As chairman, president or CEO of the Cardinals from the time the club was purchased by the brewery in 1953 until his death, Busch oversaw a team that won six National League pennants (1964, 1967, 1968, 1982, 1985, and 1987) and three World Series (1964, 1967 and 1982).

Although the Cardinals were the dominant baseball team in St. Louis, they did not own their own ballpark. Since 1920, they had rented Sportsman's Park from the St. Louis Browns of the American League. Shortly after buying the Cardinals, Busch bought and extensively renovated the park, renaming it Busch Stadium (but only after a failed attempt to rename it as Budweiser Stadium). The team played there until Busch Memorial Stadium opened in May 1966.

In 1984, the Cardinals retired a number, 85, in Busch's honor, which was his age at the time.

==Personal life==
Busch married four times, having a total of 11 children. Two of his marriages ended in divorce. His third wife, Gertrude Buholzer (1927–2016), a native of Switzerland, was a Roman Catholic. Their seven children were raised in their mother's faith, and Busch was later received into that church, although the union was dissolved in 1978. His fourth wife, the former Margaret Rohde, died in 1988.

His youngest child, by Gertrude Buholzer, daughter Christina Martina Busch, died at the age of eight in a car accident while on her way home from school in December 1974.
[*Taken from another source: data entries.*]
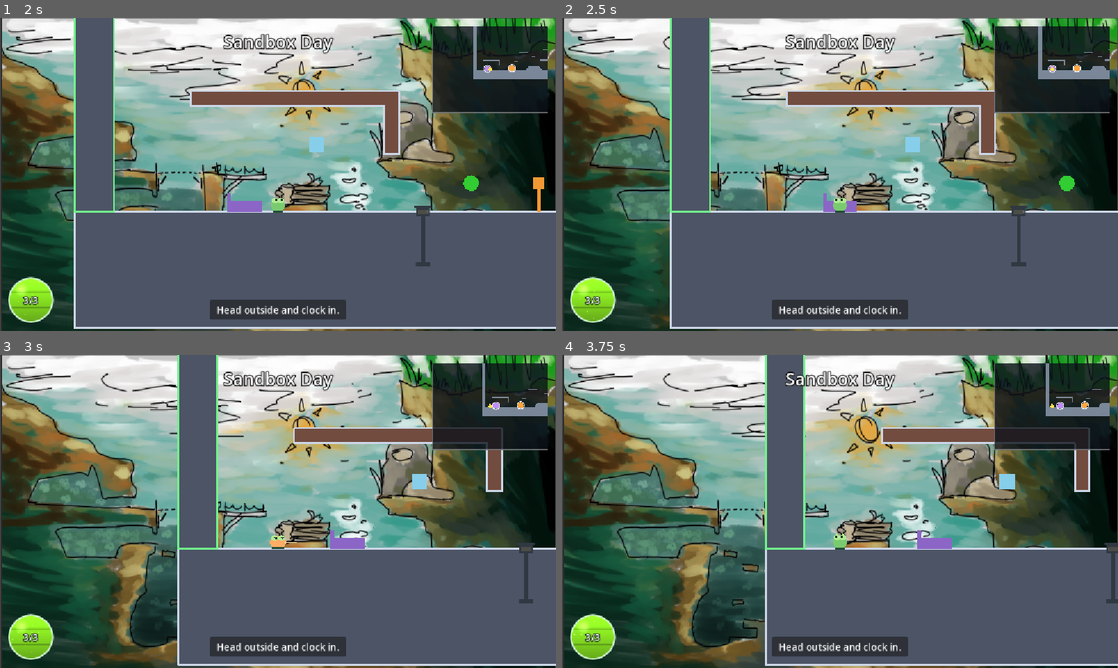
Above: before the commit, frames 1-4 (two rows, left to right).
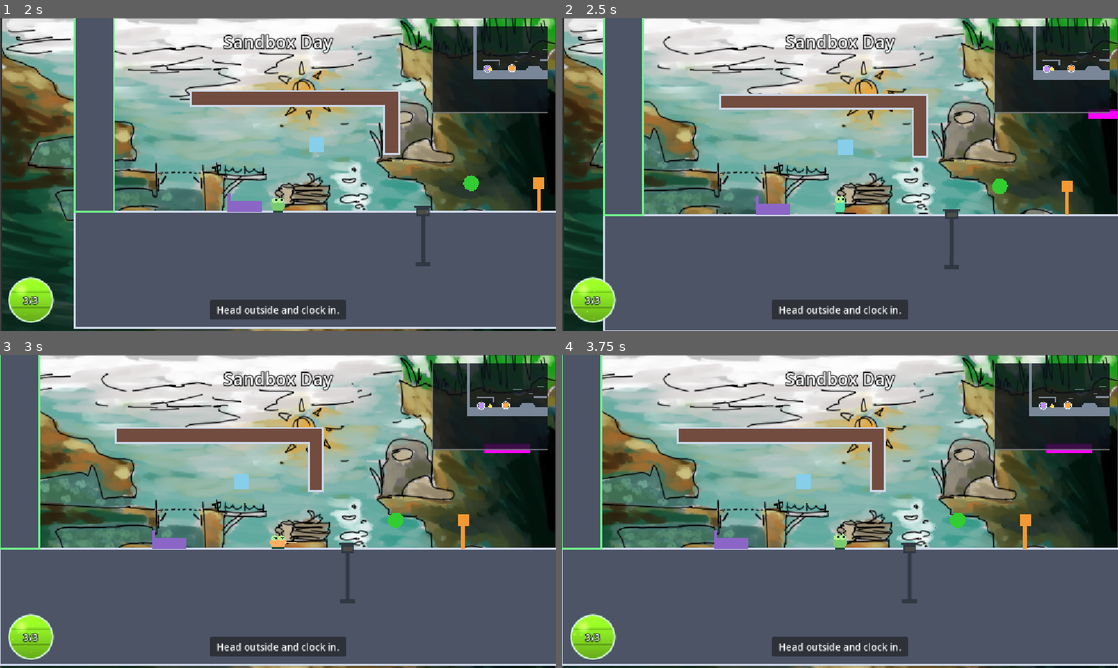
Above: after the commit, the same moments.

Repository: Josephkhland/gwj-98
Game: Godot game, scene res://main.tscn
The game is run twice, just before and just after one commit, with the same random seed, the same clock (stepped at 60 frames per second) and the same inputs. Sound files missing from this copy of the repository are replaced by a short silence.
Inputs (mouse positions are in pixels of both pictures, inside the frame that each line leads up to):
- Up to frame 1 (2 s): click "Start" at 0.5 s; tap Enter at 1.25 s; move the mouse to (400, 158) at 1.27 s; tap S (interact) at 1.35 s; tap Space at 1.52 s
- Up to frame 2 (2.5 s): move the mouse to (728, 190) at 2.02 s; tap R at 2.1 s; tap Space at 2.27 s
- Up to frame 3 (3 s): move the mouse to (333, 442) at 2.77 s; tap S (interact) at 2.85 s
- Up to frame 4 (3.75 s): move the mouse to (812, 574) at 3.52 s; tap R at 3.6 s

Frame 1 is identical in both runs. In frame 2, 21% of the frame differs, in the area x 7-100%, y 0-100%; in frame 3, 25%; in frame 4, 27%, in the area x 0-100%, y 0-100%.

Commit message:
Add music in and tweak values

Diff:
--- a/definitions/audio_config.gd
+++ b/definitions/audio_config.gd
@@ -14,11 +14,12 @@
 	&"splatter": 0.0,
 	&"morning": 0.0,
 	&"main": 0.0,
-	&"base": -6.0,
-	&"birds_1": -6.0,
-	&"birds_2": -6.0,
-	&"evening": -6.0,
+	&"base": 6.0,
+	&"birds_1": 3.0,
+	&"birds_2": 3.0,
+	&"evening": 12.0,
 }
+
 
 static func volume_db(sound_id: StringName) -> float:
 	return float(VOLUMES_DB.get(sound_id, 0.0))
--- a/levels/sandbox/sandbox.tscn
+++ b/levels/sandbox/sandbox.tscn
@@ -15,9 +15,10 @@
 [ext_resource type="Script" uid="uid://8l3trd1taiau" path="res://components/modules/camera_manager/follow_camera_2d.gd" id="4_follow"]
 [ext_resource type="PackedScene" uid="uid://dawp1u828hte7" path="res://components/modules/day_cycle/town_lights/LampPost.tscn" id="4_lamp"]
 [ext_resource type="PackedScene" path="res://components/modules/day_cycle/DayCycleLighting2D.tscn" id="4_light"]
-[ext_resource type="Resource" path="res://resources/day_cycle_schedules/sandbox_schedule.tres" id="4_sched"]
+[ext_resource type="Resource" uid="uid://yjx8enet7k6s" path="res://resources/day_cycle_schedules/sandbox_schedule.tres" id="4_sched"]
 [ext_resource type="Script" uid="uid://cbgxf6w5xqlm7" path="res://components/modules/level_geometry/solid_shape_2d.gd" id="4_solid"]
-
+[ext_resource type="AudioStream" uid="uid://cfl6kqen5uhwc" path="res://assets/cabalcrow/wake-up.mp3" id="19_ia0wb"]
+[ext_resource type="AudioStream" uid="uid://djxtudqgukwmx" path="res://assets/cabalcrow/exposition-full.mp3" id="20_tx1dy"]
 [ext_resource type="PackedScene" path="res://components/modules/music_manager/MusicManager.tscn" id="audio_music"]
 
 [sub_resource type="Gradient" id="Gradient_plain"]
@@ -392,7 +393,9 @@
 follow_offset = Vector2(0, -64)
 camera_name = &"player"
 
-[node name="MusicManager" parent="." instance=ExtResource("audio_music")]
+[node name="MusicManager" parent="." unique_id=1906354351 instance=ExtResource("audio_music")]
+morning = ExtResource("19_ia0wb")
+main = ExtResource("20_tx1dy")
 
 [editable path="Platforms/Deck"]
 [editable path="Platforms/Ferry"]
Not shown, added: assets/cabalcrow/exposition-full.mp3.import
Not shown, added: assets/cabalcrow/wake-up.mp3.import
Not shown: 9 places in levels/sandbox/sandbox.tscn that only renumber resources
Not shown, added: assets/cabalcrow/exposition-full.mp3
Not shown, added: assets/cabalcrow/wake-up.mp3
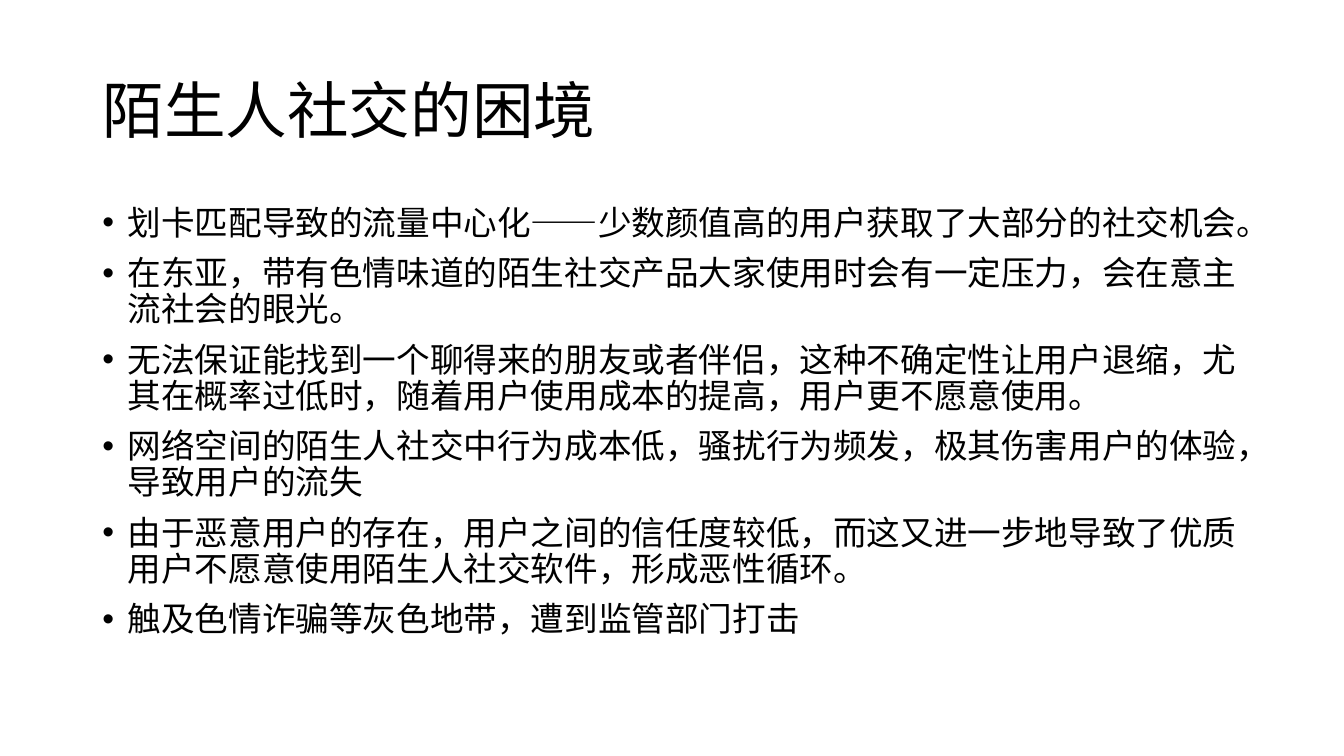
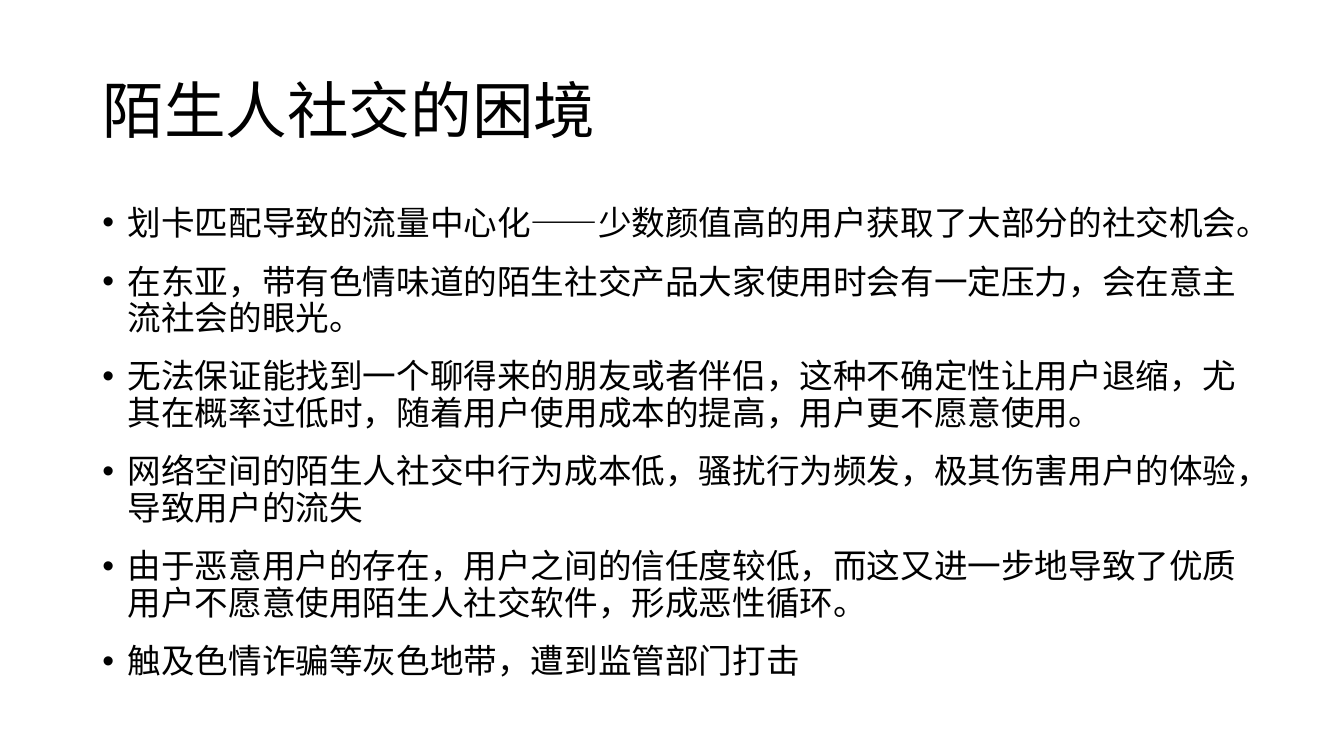
Before and after one commit to TingliangZhang/girlsday2021, a slide deck: slide 7 of SocialMedia/iTag.pptx. Drawn at 1344x756 pixels with LibreOffice and Linux fonts; fonts in the diff are those of the drawing. Boxes give left, top, right and bottom in pixels: in the first picture for what was removed or moved away, otherwise in the second. Text is boxed around its words. In the diff, an @@ line names an element or a change of style, - is before the commit and + after.

```diff
--- a/SocialMedia/iTag.pptx
+++ b/SocialMedia/iTag.pptx
@@ text "划卡匹配导致的流量中心化——少数颜值高的用户获取了大部分的社交机会。" at bbox=[128, 206, 1270, 677]: more space between paragraphs @@
```
Also in this commit, not shown: 3 other slides changed.
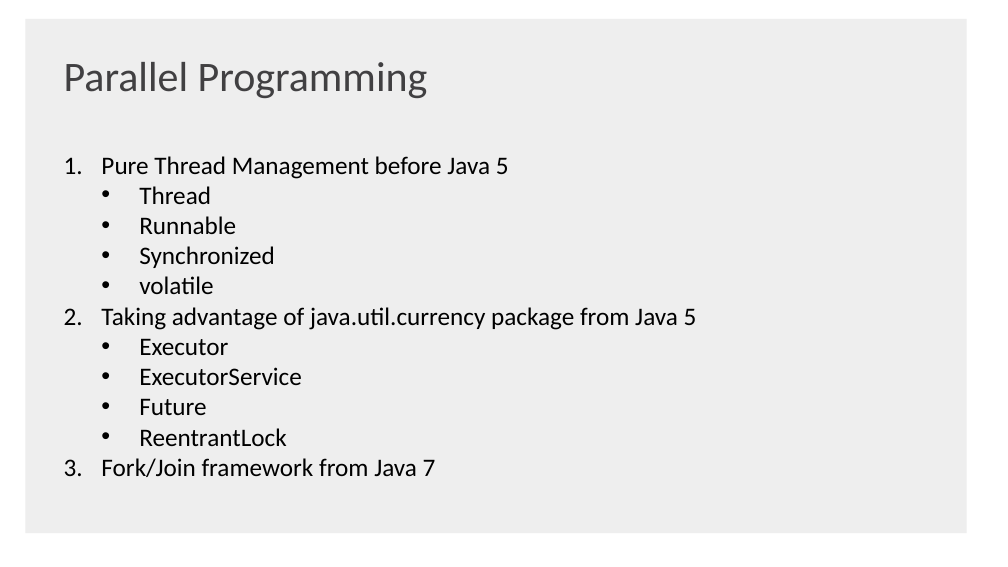
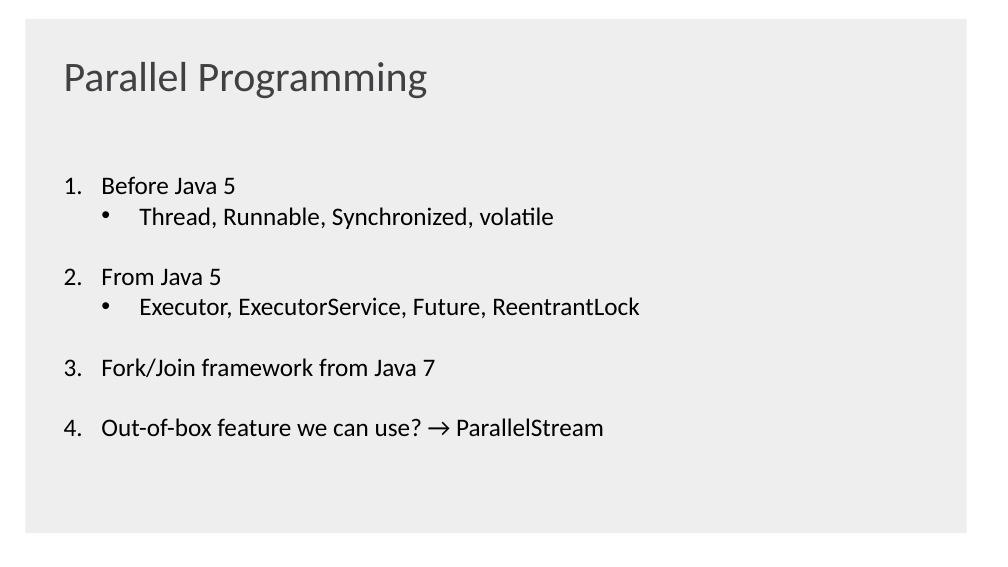
Before and after one commit to shaojie-xu-kp/Java8_lunch_learn, a slide deck: slide 23 of Java 8 & TDP.pptx (slide 25 before the commit). Drawn at 1008x567 pixels with LibreOffice and Linux fonts; fonts in the diff are those of the drawing; background and template pictures are left out. Boxes give left, top, right and bottom in pixels: in the first picture for what was removed or moved away, otherwise in the second. Text is boxed around its words. In the diff, an @@ line names an element or a change of style, - is before the commit and + after.

```diff
--- a/Java 8 & TDP.pptx
+++ b/Java 8 & TDP.pptx
@@ text "Before Java 5": place and size @@
-text "Before Java 5" at [101, 156, 697, 477]
+text "Before Java 5" at [101, 176, 639, 437]
@@ text at [101, 176, 639, 318]: text changed @@
-1. Pure Thread Management before Java 5
-  • Thread
-  • Runnable
-  • Synchronized
-  • volatile
-2. Taking advantage of java.util.currency package from Java 5
-  • Executor
-  • ExecutorService
-  • Future
-  • ReentrantLock
+1. Before Java 5
+  • Thread, Runnable, Synchronized, volatile
+2. From Java 5
+  • Executor, ExecutorService, Future, ReentrantLock
@@ text at [101, 418, 604, 437]: paragraph added @@
+4. Out-of-box feature we can use? → ParallelStream
```
Also in this commit, not shown: 10 other slides changed, 2 slides added, 3 slides removed.
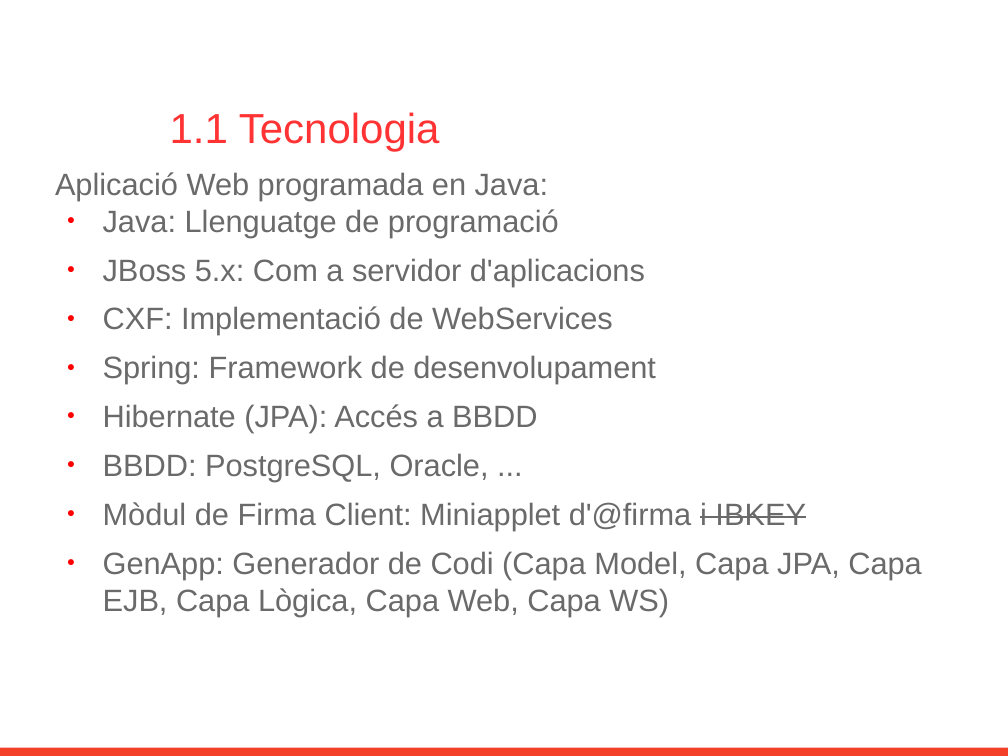
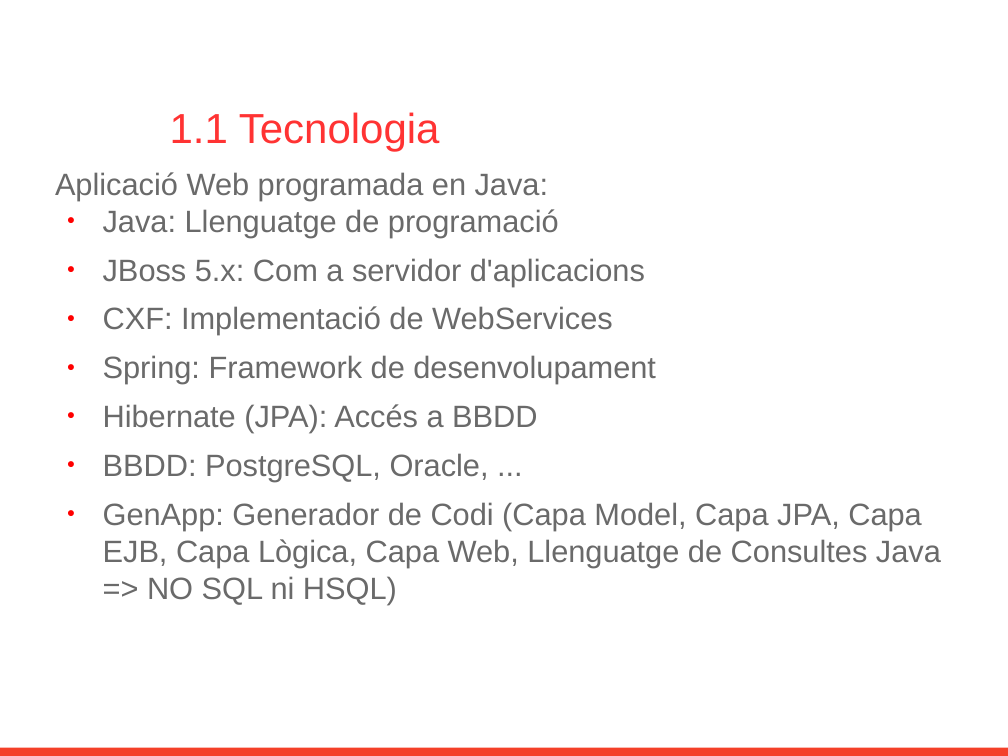
Before and after one commit to GovernIB/portafib, a slide deck: slide 4 of doc/Introduccio_Basica_PortaFIB.odp (slide 3 before the commit). Drawn at 1008x756 pixels with LibreOffice and Linux fonts; fonts in the diff are those of the drawing; background and template pictures are left out. Boxes give left, top, right and bottom in pixels: in the first picture for what was removed or moved away, otherwise in the second. Text is boxed around its words. In the diff, an @@ line names an element or a change of style, - is before the commit and + after.

```diff
--- a/doc/Introduccio_Basica_PortaFIB.odp
+++ b/doc/Introduccio_Basica_PortaFIB.odp
@@ text at bbox=[103, 502, 941, 604]: text changed @@
-● Mòdul de Firma Client: Miniapplet d'@firma i IBKEY
-● GenApp: Generador de Codi (Capa Model, Capa JPA, Capa EJB, Capa Lògica, Capa Web, Capa WS)
+● GenApp: Generador de Codi (Capa Model, Capa JPA, Capa EJB, Capa Lògica, Capa Web, Llenguatge de Consultes Java => NO SQL ni HSQL)
```
Also in this commit, not shown: 8 other slides changed, 3 slides added, 2 other files.

At the time of his death, his surviving children were Carlota Busch Giersch and Lilly Busch Hermann (wife of Bob Hermann), both daughters of Marie Church Busch; August A. Busch III and Elizabeth Busch Burke (wife of Baseball Hall of Famer Eddie Mathews), both children of Elizabeth Overton Busch; and Adolphus A. Busch III, Beatrice Busch von Gontard, Peter W. Busch, Trudy Busch Valentine, William K. "Billy" Busch, and Andrew D. Busch, all six the children of Gertrude Buholzer Busch.

==Death and legacy==
Busch died in St. Louis on September 29, 1989, at age 90, of pneumonia.

Fred Kuhlman took over as Cardinals team president. Seven years later in 1996, Anheuser-Busch sold the Cardinals to a group of investors led by William DeWitt Jr.

In 2014, the Cardinals announced Busch would be among 22 former players and personnel to be inducted into the St. Louis Cardinals Hall of Fame Museum for the inaugural class of 2014.